The village belonged initially to the Duchy of Teschen, formed in 1290 in the process of feudal fragmentation of Poland and was ruled by a local branch of Piast dynasty. In 1327 the duchy became a fee of the Kingdom of Bohemia, which after 1526 became part of the Habsburg monarchy.

The village became a seat of a Catholic parish, probably mentioned already in an incomplete register of Peter's Pence payment from 1335 as Hankendorf and as such being one of the oldest in the region. It was (again?) mentioned in the register of Peter's Pence payment from 1447 among 50 parishes of Teschen deanery as Heyczendorff.

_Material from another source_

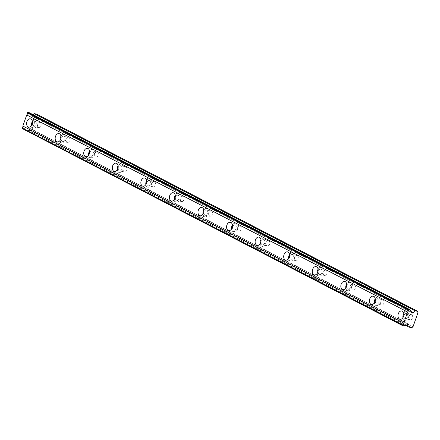 <?xml version="1.0" encoding="UTF-8"?>
<svg xmlns="http://www.w3.org/2000/svg" width="440" height="440" viewBox="0 0 440 440"><rect width="100%" height="100%" fill="white"/><g stroke="black" fill="none" stroke-linecap="round" stroke-linejoin="round"><path stroke-width="0.33" stroke-dasharray="2.2 1.65" d="M406.714 313.627A2.684 1.843 101.9 0 1 407.577 316.762A2.684 1.843 101.9 0 1 405.284 318.764A2.684 1.843 101.9 0 1 404.959 318.648A2.684 1.843 101.9 0 1 404.096 315.513A2.684 1.843 101.9 0 1 406.389 313.511A2.684 1.843 101.9 0 1 406.714 313.627M411.631 314.661A2.684 1.843 101.9 0 1 412.495 317.796A2.684 1.843 101.9 0 1 410.201 319.798A2.684 1.843 101.9 0 1 409.871 319.682A2.684 1.843 101.9 0 1 409.013 316.547A2.684 1.843 101.9 0 1 411.307 314.545A2.684 1.843 101.9 0 1 411.631 314.661M35.338 121.49A2.684 1.843 101.9 0 1 36.201 124.625A2.684 1.843 101.9 0 1 33.902 126.627A2.684 1.843 101.9 0 1 33.578 126.511A2.684 1.843 101.9 0 1 32.714 123.376A2.684 1.843 101.9 0 1 35.008 121.374A2.684 1.843 101.9 0 1 35.338 121.49M40.249 122.524A2.684 1.843 101.9 0 1 41.113 125.659A2.684 1.843 101.9 0 1 38.819 127.661A2.684 1.843 101.9 0 1 38.495 127.545A2.684 1.843 101.9 0 1 37.631 124.41A2.684 1.843 101.9 0 1 39.925 122.408A2.684 1.843 101.9 0 1 40.249 122.524M63.905 136.268A2.684 1.843 101.9 0 1 64.768 139.403A2.684 1.843 101.9 0 1 62.475 141.405A2.684 1.843 101.9 0 1 62.145 141.29A2.684 1.843 101.9 0 1 61.281 138.155A2.684 1.843 101.9 0 1 63.58 136.153A2.684 1.843 101.9 0 1 63.905 136.268M68.822 137.302A2.684 1.843 101.9 0 1 69.68 140.437A2.684 1.843 101.9 0 1 67.386 142.439A2.684 1.843 101.9 0 1 67.062 142.323A2.684 1.843 101.9 0 1 66.198 139.189A2.684 1.843 101.9 0 1 68.492 137.187A2.684 1.843 101.9 0 1 68.822 137.302M92.472 151.047A2.684 1.843 101.9 0 1 93.335 154.181A2.684 1.843 101.9 0 1 91.042 156.184A2.684 1.843 101.9 0 1 90.712 156.068A2.684 1.843 101.9 0 1 89.854 152.933A2.684 1.843 101.9 0 1 92.147 150.931A2.684 1.843 101.9 0 1 92.472 151.047M97.389 152.081A2.684 1.843 101.9 0 1 98.252 155.215A2.684 1.843 101.9 0 1 95.953 157.218A2.684 1.843 101.9 0 1 95.629 157.102A2.684 1.843 101.9 0 1 94.765 153.967A2.684 1.843 101.9 0 1 97.059 151.965A2.684 1.843 101.9 0 1 97.389 152.081M121.038 165.831A2.684 1.843 101.9 0 1 121.902 168.96A2.684 1.843 101.9 0 1 119.609 170.962A2.684 1.843 101.9 0 1 119.279 170.847A2.684 1.843 101.9 0 1 118.421 167.717A2.684 1.843 101.9 0 1 120.714 165.71A2.684 1.843 101.9 0 1 121.038 165.831M125.956 166.864A2.684 1.843 101.9 0 1 126.819 169.994A2.684 1.843 101.9 0 1 124.526 172.002A2.684 1.843 101.9 0 1 124.196 171.881A2.684 1.843 101.9 0 1 123.332 168.751A2.684 1.843 101.9 0 1 125.631 166.744A2.684 1.843 101.9 0 1 125.956 166.864M149.606 180.609A2.684 1.843 101.9 0 1 150.469 183.744A2.684 1.843 101.9 0 1 148.176 185.746A2.684 1.843 101.9 0 1 147.851 185.625A2.684 1.843 101.9 0 1 146.988 182.496A2.684 1.843 101.9 0 1 149.281 180.494A2.684 1.843 101.9 0 1 149.606 180.609M154.523 181.643A2.684 1.843 101.9 0 1 155.386 184.778A2.684 1.843 101.9 0 1 153.093 186.78A2.684 1.843 101.9 0 1 152.763 186.665A2.684 1.843 101.9 0 1 151.905 183.53A2.684 1.843 101.9 0 1 154.198 181.528A2.684 1.843 101.9 0 1 154.523 181.643M178.173 195.388A2.684 1.843 101.9 0 1 179.036 198.523A2.684 1.843 101.9 0 1 176.743 200.524A2.684 1.843 101.9 0 1 176.418 200.409A2.684 1.843 101.9 0 1 175.555 197.274A2.684 1.843 101.9 0 1 177.848 195.272A2.684 1.843 101.9 0 1 178.173 195.388M183.09 196.422A2.684 1.843 101.9 0 1 183.953 199.556A2.684 1.843 101.9 0 1 181.66 201.559A2.684 1.843 101.9 0 1 181.335 201.443A2.684 1.843 101.9 0 1 180.472 198.308A2.684 1.843 101.9 0 1 182.765 196.306A2.684 1.843 101.9 0 1 183.09 196.422M206.74 210.166A2.684 1.843 101.9 0 1 207.603 213.301A2.684 1.843 101.9 0 1 205.31 215.303A2.684 1.843 101.9 0 1 204.985 215.188A2.684 1.843 101.9 0 1 204.122 212.053A2.684 1.843 101.9 0 1 206.415 210.051A2.684 1.843 101.9 0 1 206.74 210.166M211.657 211.2A2.684 1.843 101.9 0 1 212.52 214.335A2.684 1.843 101.9 0 1 210.227 216.337A2.684 1.843 101.9 0 1 209.902 216.222A2.684 1.843 101.9 0 1 209.038 213.087A2.684 1.843 101.9 0 1 211.332 211.085A2.684 1.843 101.9 0 1 211.657 211.2M235.312 224.95A2.684 1.843 101.9 0 1 236.17 228.08A2.684 1.843 101.9 0 1 233.877 230.082A2.684 1.843 101.9 0 1 233.552 229.966A2.684 1.843 101.9 0 1 232.689 226.837A2.684 1.843 101.9 0 1 234.982 224.829A2.684 1.843 101.9 0 1 235.312 224.95M240.224 225.984A2.684 1.843 101.9 0 1 241.087 229.114A2.684 1.843 101.9 0 1 238.794 231.115A2.684 1.843 101.9 0 1 238.469 231A2.684 1.843 101.9 0 1 237.606 227.871A2.684 1.843 101.9 0 1 239.899 225.863A2.684 1.843 101.9 0 1 240.224 225.984M263.879 239.729A2.684 1.843 101.9 0 1 264.743 242.858A2.684 1.843 101.9 0 1 262.444 244.865A2.684 1.843 101.9 0 1 262.119 244.745A2.684 1.843 101.9 0 1 261.256 241.615A2.684 1.843 101.9 0 1 263.549 239.613A2.684 1.843 101.9 0 1 263.879 239.729M268.791 240.763A2.684 1.843 101.9 0 1 269.654 243.898A2.684 1.843 101.9 0 1 267.361 245.9A2.684 1.843 101.9 0 1 267.036 245.779A2.684 1.843 101.9 0 1 266.173 242.649A2.684 1.843 101.9 0 1 268.466 240.647A2.684 1.843 101.9 0 1 268.791 240.763M292.446 254.507A2.684 1.843 101.9 0 1 293.31 257.642A2.684 1.843 101.9 0 1 291.016 259.644A2.684 1.843 101.9 0 1 290.686 259.529A2.684 1.843 101.9 0 1 289.823 256.394A2.684 1.843 101.9 0 1 292.122 254.392A2.684 1.843 101.9 0 1 292.446 254.507M297.363 255.541A2.684 1.843 101.9 0 1 298.221 258.676A2.684 1.843 101.9 0 1 295.928 260.678A2.684 1.843 101.9 0 1 295.603 260.562A2.684 1.843 101.9 0 1 294.74 257.428A2.684 1.843 101.9 0 1 297.033 255.426A2.684 1.843 101.9 0 1 297.363 255.541M321.013 269.286A2.684 1.843 101.9 0 1 321.877 272.421A2.684 1.843 101.9 0 1 319.583 274.423A2.684 1.843 101.9 0 1 319.253 274.307A2.684 1.843 101.9 0 1 318.395 271.172A2.684 1.843 101.9 0 1 320.689 269.17A2.684 1.843 101.9 0 1 321.013 269.286M325.93 270.32A2.684 1.843 101.9 0 1 326.793 273.454A2.684 1.843 101.9 0 1 324.495 275.457A2.684 1.843 101.9 0 1 324.17 275.341A2.684 1.843 101.9 0 1 323.307 272.206A2.684 1.843 101.9 0 1 325.6 270.204A2.684 1.843 101.9 0 1 325.93 270.32M349.58 284.064A2.684 1.843 101.9 0 1 350.444 287.199A2.684 1.843 101.9 0 1 348.15 289.201A2.684 1.843 101.9 0 1 347.82 289.086A2.684 1.843 101.9 0 1 346.962 285.951A2.684 1.843 101.9 0 1 349.256 283.949A2.684 1.843 101.9 0 1 349.58 284.064M354.497 285.104A2.684 1.843 101.9 0 1 355.361 288.233A2.684 1.843 101.9 0 1 353.067 290.235A2.684 1.843 101.9 0 1 352.737 290.12A2.684 1.843 101.9 0 1 351.874 286.99A2.684 1.843 101.9 0 1 354.173 284.983A2.684 1.843 101.9 0 1 354.497 285.104M378.147 298.848A2.684 1.843 101.9 0 1 379.011 301.978A2.684 1.843 101.9 0 1 376.717 303.985A2.684 1.843 101.9 0 1 376.393 303.864A2.684 1.843 101.9 0 1 375.529 300.735A2.684 1.843 101.9 0 1 377.823 298.727A2.684 1.843 101.9 0 1 378.147 298.848M383.064 299.882A2.684 1.843 101.9 0 1 383.928 303.012A2.684 1.843 101.9 0 1 381.634 305.019A2.684 1.843 101.9 0 1 381.304 304.898A2.684 1.843 101.9 0 1 380.446 301.769A2.684 1.843 101.9 0 1 382.74 299.767A2.684 1.843 101.9 0 1 383.064 299.882M28.902 112.514A1.579 1.127 117.4 0 0 29.414 113.514A1.579 1.127 117.4 0 0 29.623 113.586A1.579 1.127 117.4 0 0 29.727 113.603L31.405 115.803A0.764 0.55 117.4 0 0 32.241 115.698L33.116 114.692M402.947 317.664A4.219 2.893 -78.1 0 0 404.454 320.078A4.219 2.893 -78.1 0 0 404.971 320.265A4.219 2.893 -78.1 0 0 408.573 317.114A4.219 2.893 -78.1 0 0 407.22 312.191A4.219 2.893 -78.1 0 0 406.703 312.01A4.219 2.893 -78.1 0 0 403.81 313.572M31.57 125.526A4.219 2.893 -78.1 0 0 33.077 127.941A4.219 2.893 -78.1 0 0 33.589 128.128A4.219 2.893 -78.1 0 0 37.191 124.977A4.219 2.893 -78.1 0 0 35.838 120.054A4.219 2.893 -78.1 0 0 35.327 119.873A4.219 2.893 -78.1 0 0 32.428 121.434M60.137 140.311A4.219 2.893 -78.1 0 0 61.644 142.725A4.219 2.893 -78.1 0 0 62.156 142.906A4.219 2.893 -78.1 0 0 65.764 139.761A4.219 2.893 -78.1 0 0 64.405 134.833A4.219 2.893 -78.1 0 0 63.894 134.651A4.219 2.893 -78.1 0 0 60.995 136.213M88.704 155.089A4.219 2.893 -78.1 0 0 90.211 157.504A4.219 2.893 -78.1 0 0 90.722 157.685A4.219 2.893 -78.1 0 0 94.331 154.539A4.219 2.893 -78.1 0 0 92.972 149.617A4.219 2.893 -78.1 0 0 92.461 149.43A4.219 2.893 -78.1 0 0 89.568 150.997M117.271 169.868A4.219 2.893 -78.1 0 0 118.778 172.282A4.219 2.893 -78.1 0 0 119.29 172.464A4.219 2.893 -78.1 0 0 122.898 169.318A4.219 2.893 -78.1 0 0 121.539 164.395A4.219 2.893 -78.1 0 0 121.028 164.214A4.219 2.893 -78.1 0 0 118.135 165.776M145.838 184.646A4.219 2.893 -78.1 0 0 147.345 187.061A4.219 2.893 -78.1 0 0 147.857 187.248A4.219 2.893 -78.1 0 0 151.465 184.096A4.219 2.893 -78.1 0 0 150.112 179.174A4.219 2.893 -78.1 0 0 149.595 178.992A4.219 2.893 -78.1 0 0 146.702 180.554M174.405 199.424A4.219 2.893 -78.1 0 0 175.912 201.839A4.219 2.893 -78.1 0 0 176.429 202.026A4.219 2.893 -78.1 0 0 180.031 198.875A4.219 2.893 -78.1 0 0 178.679 193.952A4.219 2.893 -78.1 0 0 178.162 193.771A4.219 2.893 -78.1 0 0 175.269 195.333M202.972 214.209A4.219 2.893 -78.1 0 0 204.485 216.623A4.219 2.893 -78.1 0 0 204.996 216.805A4.219 2.893 -78.1 0 0 208.599 213.659A4.219 2.893 -78.1 0 0 207.246 208.736A4.219 2.893 -78.1 0 0 206.734 208.549A4.219 2.893 -78.1 0 0 203.836 210.111M231.545 228.987A4.219 2.893 -78.1 0 0 233.052 231.402A4.219 2.893 -78.1 0 0 233.563 231.583A4.219 2.893 -78.1 0 0 237.166 228.437A4.219 2.893 -78.1 0 0 235.813 223.514A4.219 2.893 -78.1 0 0 235.301 223.328A4.219 2.893 -78.1 0 0 232.403 224.895M260.112 243.766A4.219 2.893 -78.1 0 0 261.619 246.18A4.219 2.893 -78.1 0 0 262.13 246.362A4.219 2.893 -78.1 0 0 265.733 243.216A4.219 2.893 -78.1 0 0 264.38 238.293A4.219 2.893 -78.1 0 0 263.868 238.112A4.219 2.893 -78.1 0 0 260.97 239.674M288.679 258.544A4.219 2.893 -78.1 0 0 290.186 260.959A4.219 2.893 -78.1 0 0 290.697 261.146A4.219 2.893 -78.1 0 0 294.305 257.994A4.219 2.893 -78.1 0 0 292.947 253.072A4.219 2.893 -78.1 0 0 292.435 252.89A4.219 2.893 -78.1 0 0 289.536 254.452M317.245 273.328A4.219 2.893 -78.1 0 0 318.752 275.743A4.219 2.893 -78.1 0 0 319.264 275.924A4.219 2.893 -78.1 0 0 322.872 272.778A4.219 2.893 -78.1 0 0 321.514 267.85A4.219 2.893 -78.1 0 0 321.002 267.669A4.219 2.893 -78.1 0 0 318.109 269.231M345.812 288.107A4.219 2.893 -78.1 0 0 347.32 290.521A4.219 2.893 -78.1 0 0 347.831 290.702A4.219 2.893 -78.1 0 0 351.439 287.557A4.219 2.893 -78.1 0 0 350.081 282.634A4.219 2.893 -78.1 0 0 349.569 282.447A4.219 2.893 -78.1 0 0 346.676 284.014M374.38 302.885A4.219 2.893 -78.1 0 0 375.887 305.3A4.219 2.893 -78.1 0 0 376.398 305.481A4.219 2.893 -78.1 0 0 380.006 302.335A4.219 2.893 -78.1 0 0 378.653 297.413A4.219 2.893 -78.1 0 0 378.136 297.231A4.219 2.893 -78.1 0 0 375.243 298.793M418 312.532L37.098 115.472L32.126 129.668L413.028 326.733M32.126 129.668L30.85 130.631L411.752 327.695M36.625 114.142L37.098 115.472M30.85 130.631L28.287 130.092L28.083 127.573A0.764 0.55 117.4 0 0 27.428 127.155L24.552 128.392A1.579 1.127 117.4 0 0 23.128 129.008L22.127 128.799M404.03 326.073L23.128 129.008M405.455 325.457L24.552 128.392M405.697 325.353L28.287 130.092M410.064 310.37L29.727 113.603M31.405 115.803L412.302 312.862M408.331 324.214L27.428 127.155M28.083 127.573L408.243 324.252M411.631 311.977L32.241 115.698M410.201 319.798L405.284 318.764M38.819 127.661L33.902 126.627M67.386 142.439L62.475 141.405M95.953 157.218L91.042 156.184M124.526 172.002L119.609 170.962M153.093 186.78L148.176 185.746M181.66 201.559L176.743 200.524M210.227 216.337L205.31 215.303M238.794 231.115L233.877 230.082M267.361 245.9L262.444 244.865M295.928 260.678L291.016 259.644M324.495 275.457L319.583 274.423M353.067 290.235L348.15 289.201M381.634 305.019L376.717 303.985M410.317 310.574L29.414 113.514M404.971 320.265L400.054 319.231M33.589 128.128L28.672 127.094M62.156 142.906L57.239 141.873M90.722 157.685L85.805 156.651M119.29 172.464L114.378 171.43M147.857 187.248L142.945 186.208M176.429 202.026L171.512 200.992M204.996 216.805L200.079 215.771M233.563 231.583L228.646 230.549M262.13 246.362L257.213 245.328M290.697 261.146L285.78 260.112M319.264 275.924L314.347 274.89M347.831 290.702L342.92 289.668M376.398 305.481L371.486 304.447M412.445 312.983L31.543 115.918M411.307 314.545L406.389 313.511M39.925 122.408L35.008 121.374M68.492 137.187L63.58 136.153M97.059 151.965L92.147 150.931M125.631 166.744L120.714 165.71M154.198 181.528L149.281 180.494M182.765 196.306L177.848 195.272M211.332 211.085L206.415 210.051M239.899 225.863L234.982 224.829M268.466 240.647L263.549 239.613M297.033 255.426L292.122 254.392M325.6 270.204L320.689 269.17M354.173 284.983L349.256 283.949M382.74 299.767L377.823 298.727M406.703 312.01L401.792 310.976M35.327 119.873L30.41 118.839M63.894 134.651L58.977 133.617M92.461 149.43L87.543 148.396M121.028 164.214L116.111 163.174M149.595 178.992L144.683 177.958M178.162 193.771L173.25 192.737M206.734 208.549L201.817 207.515M235.301 223.328L230.384 222.294M263.868 238.112L258.951 237.078M292.435 252.89L287.518 251.856M321.002 267.669L316.085 266.635M349.569 282.447L344.652 281.413M378.136 297.231L373.225 296.192M408.738 324.214L27.836 127.149"/><path stroke-width="0.66" d="M28.902 112.514L409.805 309.579A1.579 1.127 117.4 0 0 410.317 310.574A1.579 1.127 117.4 0 0 410.526 310.651A1.579 1.127 117.4 0 0 410.63 310.662L412.302 312.862A0.764 0.55 -62.6 0 0 413.144 312.757L414.964 310.662L417.527 311.201L418 312.532L413.028 326.733L411.752 327.695L409.189 327.157L408.986 324.632A0.764 0.55 -62.6 0 0 408.331 324.214L405.455 325.457A1.579 1.127 117.4 0 0 404.03 326.073L22 128.442L22.143 128.024A1.579 1.127 117.4 0 0 22.842 126.038L26.719 114.967A1.579 1.127 117.4 0 0 27.418 112.976L27.902 112.305L28.902 112.514M399.542 319.044A4.219 2.893 -78.1 0 0 400.054 319.231A4.219 2.893 -78.1 0 0 403.656 316.08A4.219 2.893 -78.1 0 0 402.303 311.157A4.219 2.893 -78.1 0 0 401.792 310.976A4.219 2.893 -78.1 0 0 398.184 314.122A4.219 2.893 -78.1 0 0 399.542 319.044M28.16 126.907A4.219 2.893 -78.1 0 0 28.672 127.094A4.219 2.893 -78.1 0 0 32.279 123.943A4.219 2.893 -78.1 0 0 30.921 119.02A4.219 2.893 -78.1 0 0 30.41 118.839A4.219 2.893 -78.1 0 0 26.807 121.985A4.219 2.893 -78.1 0 0 28.16 126.907M56.727 141.686A4.219 2.893 -78.1 0 0 57.239 141.873A4.219 2.893 -78.1 0 0 60.846 138.721A4.219 2.893 -78.1 0 0 59.488 133.799A4.219 2.893 -78.1 0 0 58.977 133.617A4.219 2.893 -78.1 0 0 55.374 136.763A4.219 2.893 -78.1 0 0 56.727 141.686M85.294 156.47A4.219 2.893 -78.1 0 0 85.805 156.651A4.219 2.893 -78.1 0 0 89.413 153.505A4.219 2.893 -78.1 0 0 88.055 148.583A4.219 2.893 -78.1 0 0 87.543 148.396A4.219 2.893 -78.1 0 0 83.941 151.547A4.219 2.893 -78.1 0 0 85.294 156.47M113.861 171.248A4.219 2.893 -78.1 0 0 114.378 171.43A4.219 2.893 -78.1 0 0 117.981 168.284A4.219 2.893 -78.1 0 0 116.628 163.361A4.219 2.893 -78.1 0 0 116.111 163.174A4.219 2.893 -78.1 0 0 112.508 166.326A4.219 2.893 -78.1 0 0 113.861 171.248M142.428 186.027A4.219 2.893 -78.1 0 0 142.945 186.208A4.219 2.893 -78.1 0 0 146.548 183.062A4.219 2.893 -78.1 0 0 145.195 178.139A4.219 2.893 -78.1 0 0 144.683 177.958A4.219 2.893 -78.1 0 0 141.075 181.104A4.219 2.893 -78.1 0 0 142.428 186.027M171.001 200.805A4.219 2.893 -78.1 0 0 171.512 200.992A4.219 2.893 -78.1 0 0 175.114 197.84A4.219 2.893 -78.1 0 0 173.762 192.918A4.219 2.893 -78.1 0 0 173.25 192.737A4.219 2.893 -78.1 0 0 169.642 195.882A4.219 2.893 -78.1 0 0 171.001 200.805M199.568 215.589A4.219 2.893 -78.1 0 0 200.079 215.771A4.219 2.893 -78.1 0 0 203.681 212.625A4.219 2.893 -78.1 0 0 202.329 207.697A4.219 2.893 -78.1 0 0 201.817 207.515A4.219 2.893 -78.1 0 0 198.209 210.661A4.219 2.893 -78.1 0 0 199.568 215.589M228.135 230.368A4.219 2.893 -78.1 0 0 228.646 230.549A4.219 2.893 -78.1 0 0 232.254 227.403A4.219 2.893 -78.1 0 0 230.896 222.481A4.219 2.893 -78.1 0 0 230.384 222.294A4.219 2.893 -78.1 0 0 226.776 225.445A4.219 2.893 -78.1 0 0 228.135 230.368M256.702 245.146A4.219 2.893 -78.1 0 0 257.213 245.328A4.219 2.893 -78.1 0 0 260.821 242.181A4.219 2.893 -78.1 0 0 259.463 237.259A4.219 2.893 -78.1 0 0 258.951 237.078A4.219 2.893 -78.1 0 0 255.349 240.224A4.219 2.893 -78.1 0 0 256.702 245.146M285.269 259.925A4.219 2.893 -78.1 0 0 285.78 260.112A4.219 2.893 -78.1 0 0 289.388 256.96A4.219 2.893 -78.1 0 0 288.03 252.038A4.219 2.893 -78.1 0 0 287.518 251.856A4.219 2.893 -78.1 0 0 283.916 255.002A4.219 2.893 -78.1 0 0 285.269 259.925M313.836 274.703A4.219 2.893 -78.1 0 0 314.347 274.89A4.219 2.893 -78.1 0 0 317.955 271.744A4.219 2.893 -78.1 0 0 316.597 266.816A4.219 2.893 -78.1 0 0 316.085 266.635A4.219 2.893 -78.1 0 0 312.483 269.781A4.219 2.893 -78.1 0 0 313.836 274.703M342.402 289.487A4.219 2.893 -78.1 0 0 342.92 289.668A4.219 2.893 -78.1 0 0 346.522 286.523A4.219 2.893 -78.1 0 0 345.169 281.6A4.219 2.893 -78.1 0 0 344.652 281.413A4.219 2.893 -78.1 0 0 341.05 284.565A4.219 2.893 -78.1 0 0 342.402 289.487M370.97 304.266A4.219 2.893 -78.1 0 0 371.486 304.447A4.219 2.893 -78.1 0 0 375.089 301.301A4.219 2.893 -78.1 0 0 373.736 296.379A4.219 2.893 -78.1 0 0 373.225 296.192A4.219 2.893 -78.1 0 0 369.617 299.343A4.219 2.893 -78.1 0 0 370.97 304.266M409.805 309.579L408.804 309.37L408.32 310.041A1.579 1.127 117.4 0 1 407.622 312.026L26.719 114.967M402.903 325.501L403.046 325.089A1.579 1.127 117.4 0 0 403.744 323.103L407.622 312.026M33.116 114.692L34.062 113.603L36.625 114.142L417.527 311.201M403.029 325.859L22 128.442M408.804 309.37L27.902 112.305M27.418 112.976L408.32 310.041M403.744 323.103L22.842 126.038M403.046 325.089L22.143 128.024M409.189 327.157L405.697 325.353M414.964 310.662L34.062 113.603M410.63 310.662L410.064 310.37M403.81 313.572A4.219 2.893 -78.1 0 0 402.947 317.664M32.428 121.434A4.219 2.893 -78.1 0 0 31.57 125.526M60.995 136.213A4.219 2.893 -78.1 0 0 60.137 140.311M89.568 150.997A4.219 2.893 -78.1 0 0 88.704 155.089M118.135 165.776A4.219 2.893 -78.1 0 0 117.271 169.868M146.702 180.554A4.219 2.893 -78.1 0 0 145.838 184.646M175.269 195.333A4.219 2.893 -78.1 0 0 174.405 199.424M203.836 210.111A4.219 2.893 -78.1 0 0 202.972 214.209M232.403 224.895A4.219 2.893 -78.1 0 0 231.545 228.987M260.97 239.674A4.219 2.893 -78.1 0 0 260.112 243.766M289.536 254.452A4.219 2.893 -78.1 0 0 288.679 258.544M318.109 269.231A4.219 2.893 -78.1 0 0 317.245 273.328M346.676 284.014A4.219 2.893 -78.1 0 0 345.812 288.107M375.243 298.793A4.219 2.893 -78.1 0 0 374.38 302.885M408.463 309.628L27.561 112.563M408.243 324.252L408.986 324.632M413.144 312.757L411.631 311.977"/></g></svg>

After the 1540s Protestant Reformation prevailed in the Duchy of Teschen and a local Catholic church was taken over by Lutherans. It was taken from them (as one from around fifty buildings) in the region by a special commission and given back to the Roman Catholic Church on 16 April 1654.

After Revolutions of 1848 in the Austrian Empire a modern municipal division was introduced in the re-established Austrian Silesia. The village as a municipality was subscribed to the political and legal district of Bielsko. According to the censuses conducted in 1880, 1890, 1900 and 1910 the population of the municipality grew from 1673 in 1880 to 2365 in 1910 with a dwindling majority being native Polish-speakers (from 96.9% in 1880 and 97% in 1890 to 76.3% in 1910) accompanied by a growing German-speaking minority (from 43 or 2.6% in 1880 to 539 or 22.8% in 1910) and a few Czech-speaking persons (at most 8 or 0.5% in 1880), in terms of religion in 1910 majority were Protestants (51.3%), followed by Roman Catholics (47.1%) Jews (23 or 0.9%) and 16 adhering to yet another faith. The village was also traditionally inhabited by Cieszyn Vlachs, speaking Cieszyn Silesian dialect.

After World War I, fall of Austria-Hungary, Polish–Czechoslovak War and the division of Cieszyn Silesia in 1920, it became a part of Poland. It was then annexed by Nazi Germany at the beginning of World War II. After the war it was restored to Poland.

== Landmarks ==
- Catholic Saint George Church.
- Lutheran Resurrection of Christ Church.